Polyglot programming is _not_ about using 10 languages in every (or any)
software project. It isn't even necessarily using 3. The one statement made
that was true was this:

> 2\. Knowing multiple programming paradigm expands your mind and makes you
> better at programming in every language.

Which he then argued against with

> Well, maybe the second I'll argue with a little: I think you can get most of
> the benefits by using different paradigms within the same multi-paradigm
> language

Ironically, "#2" actually supports the counter-argument. Learning multiple
languages would be extremely useful when then applying those paradigms within
a multi-paradigm language (as an example playing with Erlang and F# has made
me better with languages that support first-class functions like C#, Ruby and
Javascript).

In the end, the article seems to disagree with it's own title. There is _no_
peril to being a polyglot programmer. There is perhaps a peril in overuse and
over mixing of tools, which we should all know and has nothing to do with
_being_ a polyglot programmer. Perhaps a better title would have been the
perils of indecisiveness, or having a lack of focus, or doing too much at
once. I dunno.

------
arctangent
> I think sometimes using the less optimal tool for the job carries overall
> benefits.

In that case, it's the best tool for the job!

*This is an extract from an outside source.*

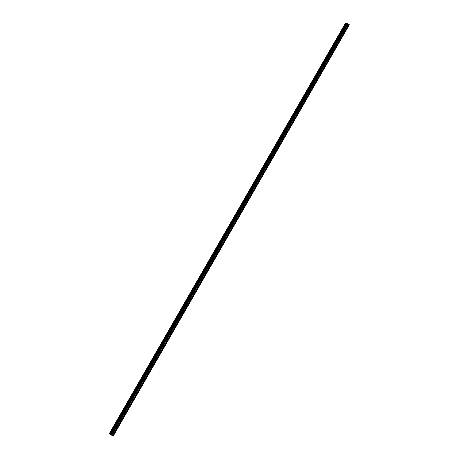 <?xml version="1.0" encoding="UTF-8"?>
<svg xmlns="http://www.w3.org/2000/svg" width="459" height="459" viewBox="0 0 459 459"><rect width="100%" height="100%" fill="white"/><g stroke="black" fill="none" stroke-linecap="round" stroke-linejoin="round"><path stroke-width="0.69" d="M343.074 27.551L344.284 25.641M343.998 26.295L343.137 27.523L343.998 26.295M337.113 37.919L338.312 36.02M338.025 36.68L337.17 37.89L338.025 36.68M331.134 48.315L332.327 46.422M332.035 47.093L331.191 48.287L332.035 47.093M325.138 58.741L326.326 56.847M326.022 57.536L325.196 58.712L326.022 57.536M319.125 69.2L320.307 67.307M319.998 68.007L319.189 69.166L319.998 68.007M313.095 79.682L314.272 77.795M313.962 78.506L313.158 79.648L313.962 78.506M307.048 90.193L308.219 88.306M307.903 89.035L307.111 90.159L307.903 89.035M300.989 100.733L302.154 98.846M301.827 99.592L301.052 100.705L301.827 99.592M294.907 111.302L296.066 109.42M295.739 110.177L294.976 111.273L295.739 110.177M288.814 121.899L289.968 120.017M289.635 120.797L288.877 121.87L289.635 120.797M282.704 132.525L283.851 130.649M283.507 131.44L282.767 132.496L283.507 131.44M276.576 143.185L277.718 141.303M277.368 142.112L276.639 143.151L277.368 142.112M270.426 153.868L271.567 151.986M271.212 152.813L270.494 153.84L271.212 152.813M264.264 164.586L265.4 162.704M265.038 163.542L264.332 164.557L265.038 163.542M258.084 175.332L259.215 173.445M258.847 174.305L258.153 175.304L258.847 174.305M251.888 186.107L253.018 184.22M252.639 185.097L251.957 186.079L252.639 185.097M245.674 196.911L246.799 195.023M246.414 195.918L245.743 196.882L246.414 195.918M239.443 207.749L240.568 205.856M240.172 206.768L239.512 207.715L240.172 206.768M233.264 218.582L234.314 216.717M226.93 229.511L228.043 227.607M227.635 228.553L226.993 229.477L227.635 228.553M220.71 240.407L221.76 238.525M214.342 251.394L215.455 249.478M215.03 250.465L214.41 251.36L215.03 250.465M208.025 262.382L209.138 260.46M208.702 261.469L208.088 262.353L208.702 261.469M201.69 273.398L202.798 271.47M202.356 272.503L202.735 271.498L202.356 272.503M195.333 284.448L196.446 282.509M195.993 283.564L196.377 282.537L195.993 283.564M188.965 295.527L190.072 293.582M189.607 294.655L190.009 293.611L189.607 294.655M182.573 306.641L183.68 304.684M183.21 305.78L183.617 304.713L183.21 305.78M176.164 317.783L177.272 315.815M176.79 316.934L177.208 315.844L176.79 316.934M169.738 328.96L170.846 326.98M170.358 328.122L170.782 327.009L170.358 328.122M163.295 340.165L164.402 338.174M163.903 339.339L164.345 338.203L163.903 339.339M156.829 351.405L157.942 349.402M157.431 350.59L157.885 349.431L157.431 350.59M150.351 362.673L151.464 360.659M150.942 361.87L151.401 360.688L150.942 361.87M143.851 373.976L144.969 371.951M144.43 373.184L144.906 371.974L144.43 373.184M137.333 385.308L138.452 383.271M137.907 384.533L138.394 383.294L137.907 384.533M130.798 396.674L131.917 394.62M131.36 395.91L131.859 394.648L131.36 395.91M124.24 408.074L125.364 406.003M124.796 407.317L125.307 406.031L124.796 407.317M117.665 419.503L118.795 417.42M118.21 418.757L118.738 417.443L118.21 418.757M111.072 430.967L112.208 428.867M111.612 430.232L112.151 428.89L111.612 430.232M109.672 434.036L113.212 436.05L349.345 24.769L346.057 22.967L345.111 23.77L109.621 433.072L109.672 434.036L346.132 23.002M112.994 436.004L349.345 24.769M111.17 434.828L347.474 23.885M111.118 434.811L347.44 23.845M109.535 433.933L345.971 22.95M112.484 435.734L348.88 24.47M112.403 435.677L348.794 24.436M111.818 435.161L348.054 24.27M111.738 435.109L347.968 24.235M111.279 434.862L347.555 23.966M111.198 434.834L347.492 23.908M110.768 434.742L347.245 23.541M110.745 434.742L347.239 23.512M110.585 434.713L347.147 23.375M110.521 434.684L347.102 23.329M110.235 434.535L346.843 23.162M110.177 434.495L346.78 23.139M110.028 434.363L346.591 23.093M110.005 434.329L346.551 23.093M109.598 433.99L346.057 22.967"/></g></svg>

Balance between the theoretical and practical uses of technology is the crux
of the issue.

My day job is an unashamed Python shop, so even though other languages might
be "better" for a task we're almost certainly going to use Python wherever we
can simply because it makes our entire service offering more maintainable.

That said, knowledge of alternate languages/technologies does allow you to
vary the status quo where the benefits outweigh the costs. The real benefit of
being a polyglot programmer (or neophile technologist) is that you have the
perspective to see where exciting new things might be employed successfully in
more routine environments.

------
ajays
I don't know about others, but I find it hard to jump from one syntax to
another.

The other day I started doing some Java after months in Perl, and all my
variable names were starting with "$", and I had "my " before declarations. I
know an IDE can prevent this, but it took me some time to get my bearings.

Having said that: exposure to a spectrum of languages makes one think
differently, and, IMHO, makes one a better problem-solver. Just observe how
you think of a problem when trying it in, say, LISP -vs- Prolog; or FP -vs-
Java.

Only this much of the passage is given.